The promise of originalism is that, by interpreting constitutional amendments as they were understood at the time, judges minimize the risk of lawless rulings that simply reflect their own preferences. In theory, originalism should not necessarily lead to a justice’s preferred outcome, preventing the law from being corrupted by personal bias. Perhaps you think affirmative action is immoral or bad policy; perhaps you think it largely benefits the most well-off minority students. Maybe you think the legal rationale of “diversity” used to defend it is strained. Maybe you agree with those who argue affirmative action is to blame for discrimination against Asian applicants, or that there are other, more class-oriented means to achieve affirmative action’s goals.

But the issue here is: Did the authors of the Fourteenth Amendment see efforts to help Black Americans as unconstitutional discrimination against white people? They very clearly didn’t.

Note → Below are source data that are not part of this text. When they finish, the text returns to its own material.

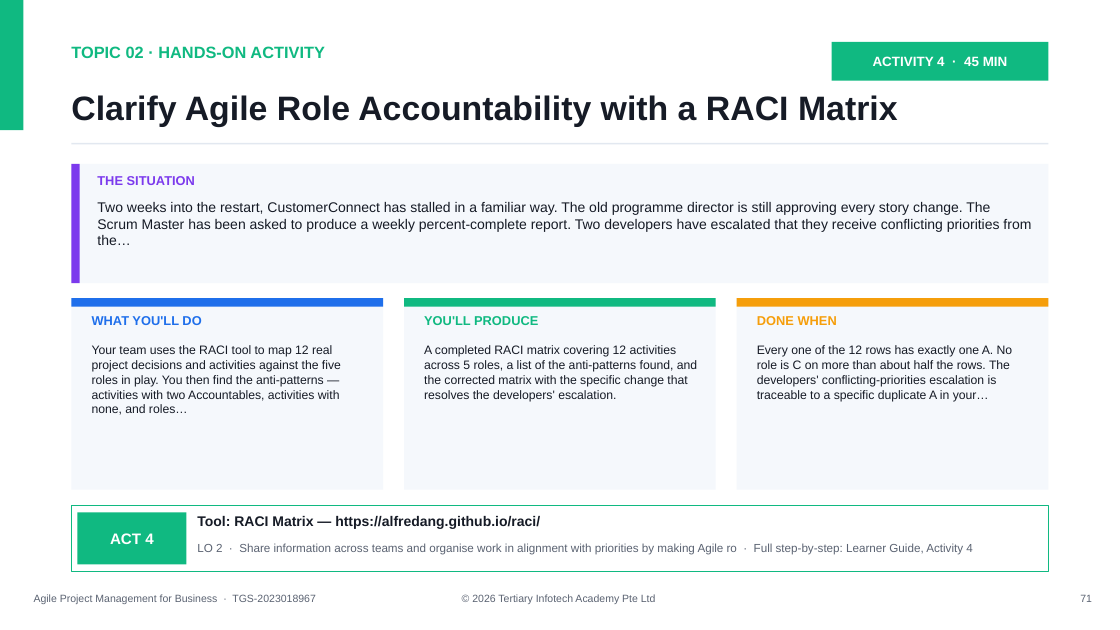
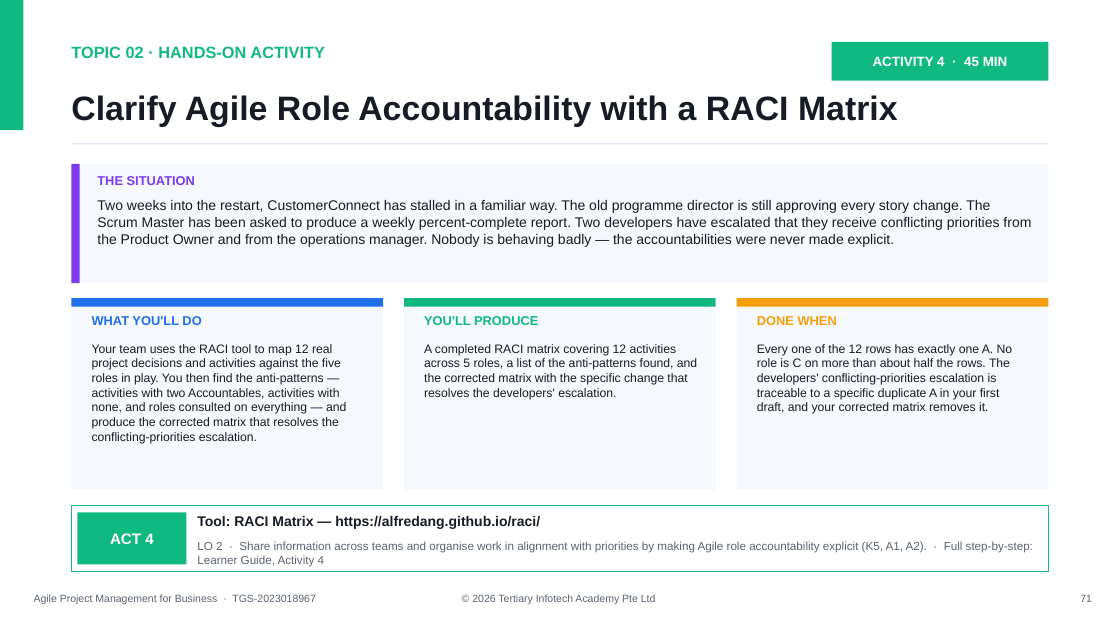
Before and after one commit to tertiarycourses/TGS-2023018967-Agile-Project-Management-for-Business, a slide deck: slide 71 of courseware/WSQ - Master Trainer Slides - Agile Project Management for Business - v9.0.pptx. Drawn at 1120x630 pixels with LibreOffice and Linux fonts; fonts in the diff are those of the drawing. Boxes give left, top, right and bottom in pixels: in the first picture for what was removed or moved away, otherwise in the second. Text is boxed around its words. In the diff, an @@ line names an element or a change of style, - is before the commit and + after.

```diff
--- a/courseware/WSQ - Master Trainer Slides - Agile Project Management for Business - v9.0.pptx
+++ b/courseware/WSQ - Master Trainer Slides - Agile Project Management for Business - v9.0.pptx
@@ text at (x1=97, y1=200, x2=1031, y2=247): text changed @@
-Two weeks into the restart, CustomerConnect has stalled in a familiar way. The old programme director is still approving every story change. The Scrum Master has been asked to produce a weekly percent-complete report. Two developers have escalated that they receive conflicting priorities from the…
+Two weeks into the restart, CustomerConnect has stalled in a familiar way. The old programme director is still approving every story change. The Scrum Master has been asked to produce a weekly percent-complete report. Two developers have escalated that they receive conflicting priorities from the Product Owner and from the operations manager. Nobody is behaving badly — the accountabilities were never made explicit.
@@ text at (x1=92, y1=344, x2=346, y2=444): text changed @@
-Your team uses the RACI tool to map 12 real project decisions and activities against the five roles in play. You then find the anti-patterns — activities with two Accountables, activities with none, and roles…
+Your team uses the RACI tool to map 12 real project decisions and activities against the five roles in play. You then find the anti-patterns — activities with two Accountables, activities with none, and roles consulted on everything — and produce the corrected matrix that resolves the conflicting-priorities escalation.
@@ text at (x1=757, y1=344, x2=1013, y2=414): text changed @@
-Every one of the 12 rows has exactly one A. No role is C on more than about half the rows. The developers' conflicting-priorities escalation is traceable to a specific duplicate A in your…
+Every one of the 12 rows has exactly one A. No role is C on more than about half the rows. The developers' conflicting-priorities escalation is traceable to a specific duplicate A in your first draft, and your corrected matrix removes it.
@@ text at (x1=197, y1=541, x2=1033, y2=567): text changed @@
-LO 2 · Share information across teams and organise work in alignment with priorities by making Agile ro · Full step-by-step: Learner Guide, Activity 4
+LO 2 · Share information across teams and organise work in alignment with priorities by making Agile role accountability explicit (K5, A1, A2). · Full step-by-step: Learner Guide, Activity 4
```
Also in this commit, not shown: 27 other slides changed, 34 other files.
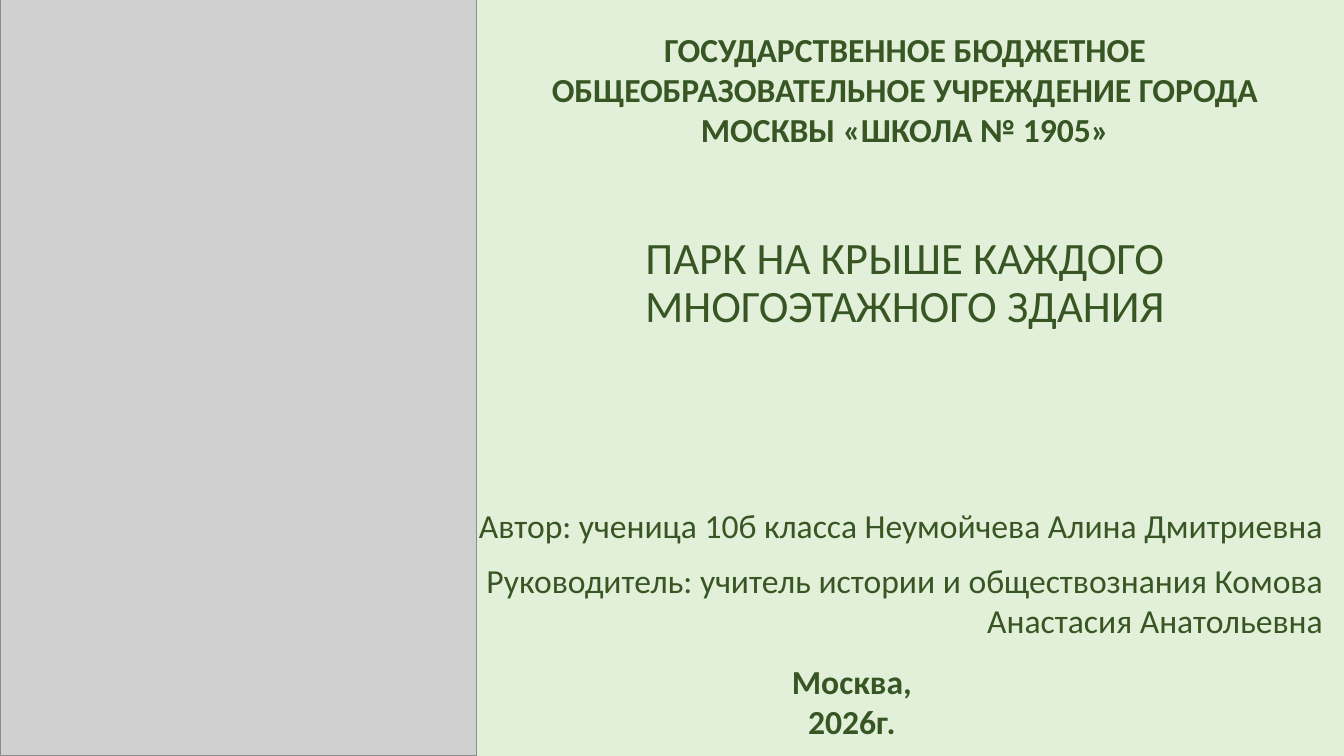
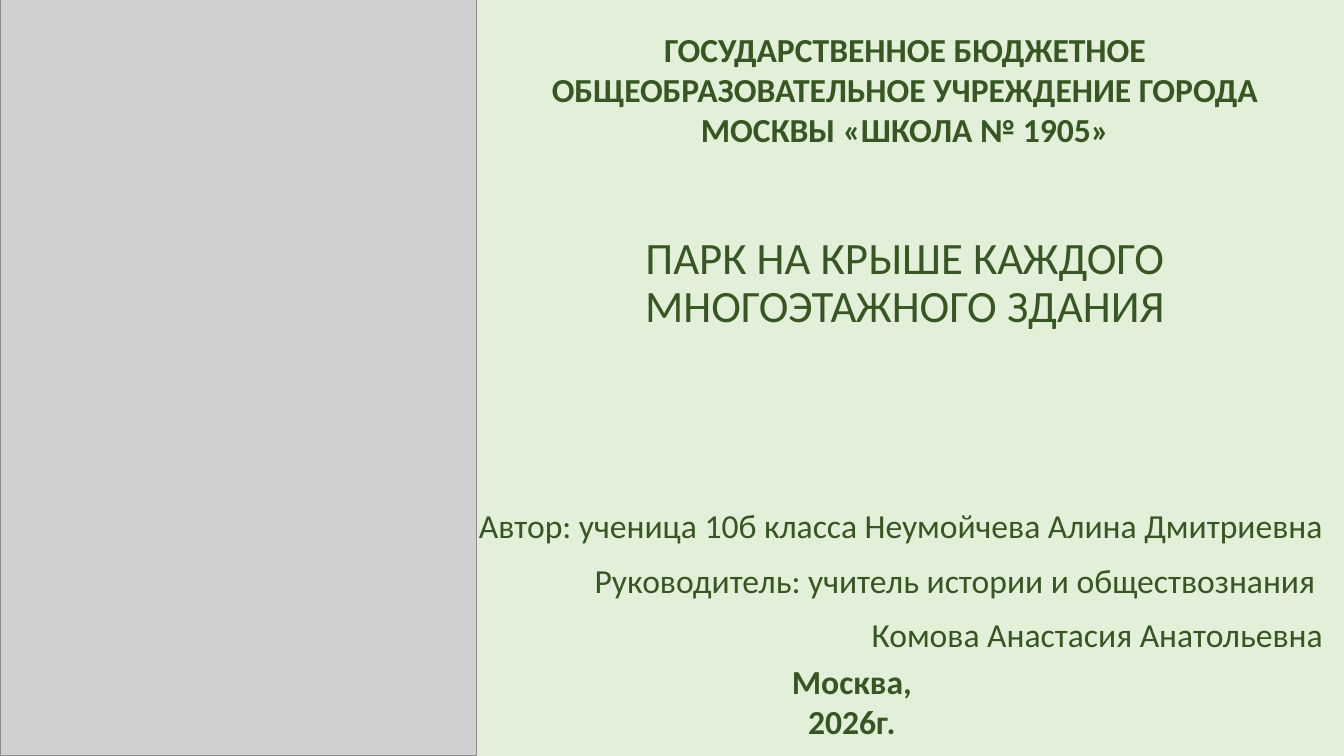
Before and after one commit to AkulinaDN/RoofPark, a slide deck: slide 1 of 10б Неумойчева презентацияДляКонференции.pptx. Drawn at 1344x756 pixels with LibreOffice and Linux fonts; fonts in the diff are those of the drawing; grey boxes stand for pictures. Boxes give left, top, right and bottom in pixels: in the first picture for what was removed or moved away, otherwise in the second. Text is boxed around its words. In the diff, an @@ line names an element or a change of style, - is before the commit and + after.

```diff
--- a/10б Неумойчева презентацияДляКонференции.pptx
+++ b/10б Неумойчева презентацияДляКонференции.pptx
@@ text at (595, 570, 1323, 647): text changed @@
-Руководитель: учитель истории и обществознания Комова Анастасия Анатольевна
+Руководитель: учитель истории и обществознания
+Комова Анастасия Анатольевна
```
Also in this commit, not shown: 2 other files.

At the time, that was the position of the men who would have been just as happy if slavery had never been abolished at all.

The question is supposed to be what the Constitution allows, not what policies a justice prefers. As Thomas put it in a speech in 2019, “Words have meaning at the time they are written. When we read something that someone else has written, we give the words and phrases used by that person natural meaning in context.” To that he might have added, “Unless we don’t like the context.”

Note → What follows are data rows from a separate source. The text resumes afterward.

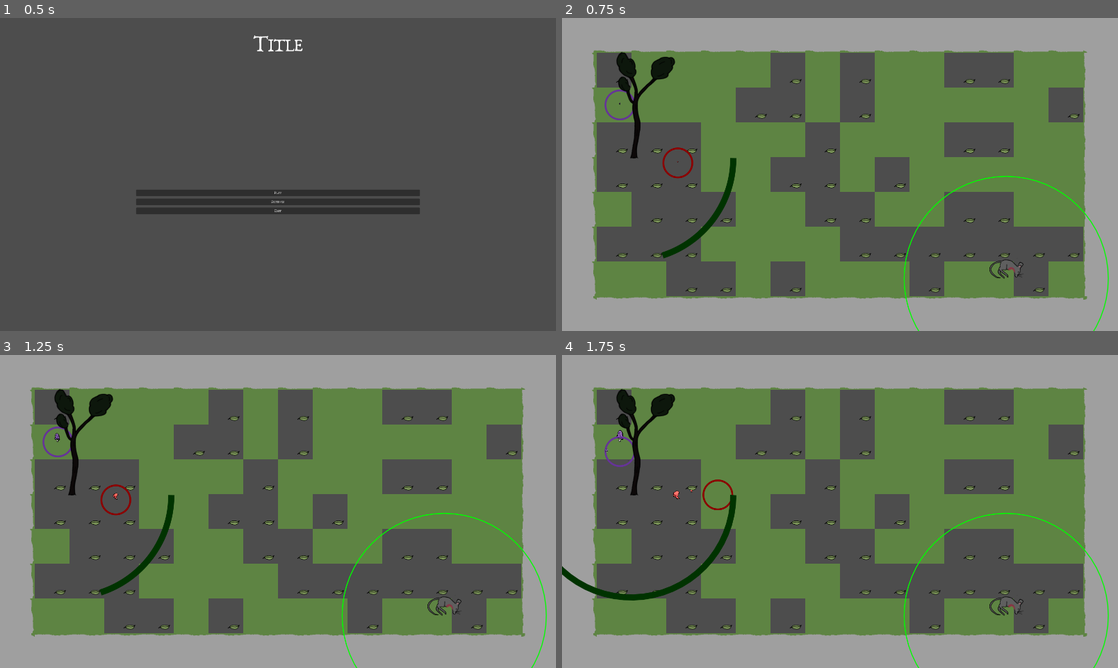
Above: before the commit, frames 1-4 (two rows, left to right).
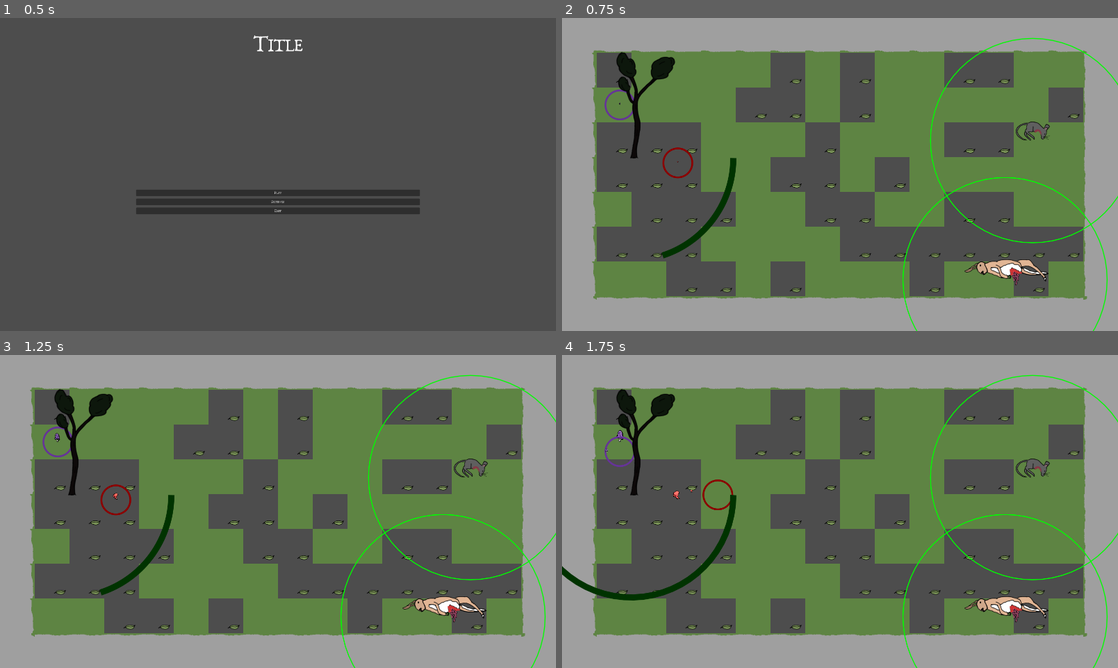
Above: after the commit, the same moments.

Repository: carcinizer/slavic-2025
Game: Godot game, scene res://scenes/main_menu.tscn
The game is run twice, just before and just after one commit, with the same random seed, the same clock (stepped at 60 frames per second) and the same inputs.
Inputs:
- Up to frame 1 (0.5 s): no input
- Up to frame 2 (0.75 s): click "Play" at 0.5 s
- Up to frame 3 (1.25 s): no input
- Up to frame 4 (1.75 s): tap Enter at 1.25 s; hold Right (right1) from 1.28 s (still down); tap S (down2) at 1.35 s

Frame 1 is identical in both runs. In frame 2, 1.7% of the frame differs, in the area x 61-100%, y 6-100%; in frame 3, 1.7%; in frame 4, 1.7%.

Commit message:
added bespoke scenes for corpses

Diff:
--- /dev/null
+++ b/scenes/corpseBird.tscn
@@ -0,0 +1,9 @@
+[gd_scene load_steps=2 format=3 uid="uid://mg0c1qkxkoxc"]
+
+[ext_resource type="PackedScene" uid="uid://b3lmds731gea4" path="res://scenes/parent_scenes/corpse.tscn" id="1_ap3b7"]
+
+[node name="Corpse" instance=ExtResource("1_ap3b7")]
+sprite_variant = 2
+
+[node name="Sprite" parent="." index="1"]
+frame = 4
--- /dev/null
+++ b/scenes/corpseHare.tscn
@@ -0,0 +1,5 @@
+[gd_scene load_steps=2 format=3 uid="uid://xy6p4mhtnecx"]
+
+[ext_resource type="PackedScene" uid="uid://b3lmds731gea4" path="res://scenes/parent_scenes/corpse.tscn" id="1_grxn7"]
+
+[node name="Corpse" instance=ExtResource("1_grxn7")]
--- /dev/null
+++ b/scenes/corpseRat.tscn
@@ -0,0 +1,9 @@
+[gd_scene load_steps=2 format=3 uid="uid://dx5ttgfos2bab"]
+
+[ext_resource type="PackedScene" uid="uid://b3lmds731gea4" path="res://scenes/parent_scenes/corpse.tscn" id="1_6aw1p"]
+
+[node name="Corpse" instance=ExtResource("1_6aw1p")]
+sprite_variant = 1
+
+[node name="Sprite" parent="." index="1"]
+frame = 2
--- a/scenes/map.tscn
+++ b/scenes/map.tscn
@@ -1,11 +1,12 @@
-[gd_scene load_steps=9 format=4 uid="uid://dosjbacgvospg"]
+[gd_scene load_steps=10 format=4 uid="uid://dosjbacgvospg"]
 
 [ext_resource type="Script" uid="uid://8wd5vtrtjn0v" path="res://src/map.gd" id="1_gldc4"]
 [ext_resource type="PackedScene" path="res://scenes/pause_menu.tscn" id="2_0cso3"]
 [ext_resource type="Texture2D" uid="uid://c7myiloimwfor" path="res://graphics/tilesetMockUp.png" id="3_2lpho"]
 [ext_resource type="PackedScene" uid="uid://b7r5ai1pa2xl" path="res://scenes/tree.tscn" id="3_gldc4"]
 [ext_resource type="Texture2D" uid="uid://cnjeisgx6r8lf" path="res://graphics/ground.png" id="4_2klcf"]
-[ext_resource type="PackedScene" uid="uid://b3lmds731gea4" path="res://scenes/corpse.tscn" id="6_2lpho"]
+[ext_resource type="PackedScene" uid="uid://xy6p4mhtnecx" path="res://scenes/corpseHare.tscn" id="6_nakos"]
+[ext_resource type="PackedScene" uid="uid://dx5ttgfos2bab" path="res://scenes/corpseRat.tscn" id="7_jh32y"]
 
 [sub_resource type="TileSetAtlasSource" id="TileSetAtlasSource_nakos"]
 texture = ExtResource("3_2lpho")
@@ -201,6 +202,8 @@
 texture = ExtResource("4_2klcf")
 centered = false
 
-[node name="Corpse" parent="." instance=ExtResource("6_2lpho")]
-position = Vector2(1534, 899)
-sprite_variant = 1
+[node name="Corpse" parent="." instance=ExtResource("6_nakos")]
+position = Vector2(1530, 903)
+
+[node name="Corpse2" parent="." instance=ExtResource("7_jh32y")]
+position = Vector2(1625, 423)
Renamed: scenes/corpse.tscn -> scenes/parent_scenes/corpse.tscn

In 2014, the law professor Joel K. Goldstein observed that Thomas tends to rely less on originalism when judging race-related cases than “moral, consequentialist, and policy-oriented arguments that trigger his criticism—even outrage—in other contexts.” This might explain Thomas’s outburst at Justice Ketanji Brown Jackson, dismissing her for seeking to “empower privileged elites.” Thomas is not used to invoking his—what’s the phrase? lived experience?—and having it challenged by someone with similar authority and a different perspective. Perhaps Thomas can discuss the malign influence of privileged elites on Supreme Court justices on his next fully paid vacation with the conservative billionaire Harlan Crow.

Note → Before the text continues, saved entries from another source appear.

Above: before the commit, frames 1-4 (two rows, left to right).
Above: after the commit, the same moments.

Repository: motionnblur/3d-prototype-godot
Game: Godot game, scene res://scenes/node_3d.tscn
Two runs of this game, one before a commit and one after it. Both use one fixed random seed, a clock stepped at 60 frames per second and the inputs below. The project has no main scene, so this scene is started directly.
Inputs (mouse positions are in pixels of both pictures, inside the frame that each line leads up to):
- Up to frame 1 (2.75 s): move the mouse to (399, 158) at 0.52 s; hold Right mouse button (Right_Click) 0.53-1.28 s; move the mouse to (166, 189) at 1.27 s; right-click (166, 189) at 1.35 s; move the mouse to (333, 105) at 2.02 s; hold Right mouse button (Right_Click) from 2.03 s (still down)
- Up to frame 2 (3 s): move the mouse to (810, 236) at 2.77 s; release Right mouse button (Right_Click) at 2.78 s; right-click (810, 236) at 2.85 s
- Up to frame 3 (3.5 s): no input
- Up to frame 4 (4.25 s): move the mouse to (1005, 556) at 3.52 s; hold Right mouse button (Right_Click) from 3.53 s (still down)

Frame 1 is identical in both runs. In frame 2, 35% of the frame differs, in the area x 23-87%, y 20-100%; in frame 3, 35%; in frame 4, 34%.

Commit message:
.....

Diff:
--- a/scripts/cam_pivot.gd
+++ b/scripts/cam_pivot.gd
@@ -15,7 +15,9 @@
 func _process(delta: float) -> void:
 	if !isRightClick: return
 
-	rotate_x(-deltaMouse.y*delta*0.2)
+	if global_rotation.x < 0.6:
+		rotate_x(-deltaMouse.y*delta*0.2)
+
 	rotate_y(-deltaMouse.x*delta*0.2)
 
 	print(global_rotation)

The Fourteenth Amendment authorized race-conscious remedies for discrimination against Black people. The people who wrote the amendment understood it that way. The people who opposed the amendment understood it that way. But that is not the outcome Thomas or the Court’s other originalists wanted, so they waved it away as irrelevant.

In a recent ruling striking down a prohibition on gun possession for convicted felons, the federal judge Carlton Reeves wrote that the Supreme Court’s precedents, in particular Thomas’s Bruen opinion, bound him to a certain conclusion, which is that nearly all firearm restrictions are unconstitutional. Nevertheless, Reeves lamented originalism’s focus on interpreting history, because “it is not clear that founding‐era Americans collectively agreed that for time immemorial, their descendants would be bound by the founding generation’s views on how the Constitution should be read.” The authors of the Fourteenth Amendment may have intended the opposite of that.

But let’s not fool ourselves. The purpose of originalism as the right-wing justices practice it is to provide a basis for ruling in favor of conservative policy outcomes that borrows the moral authority of those they see as the protagonists of American history. The history itself doesn’t matter. If it did, we wouldn’t be here.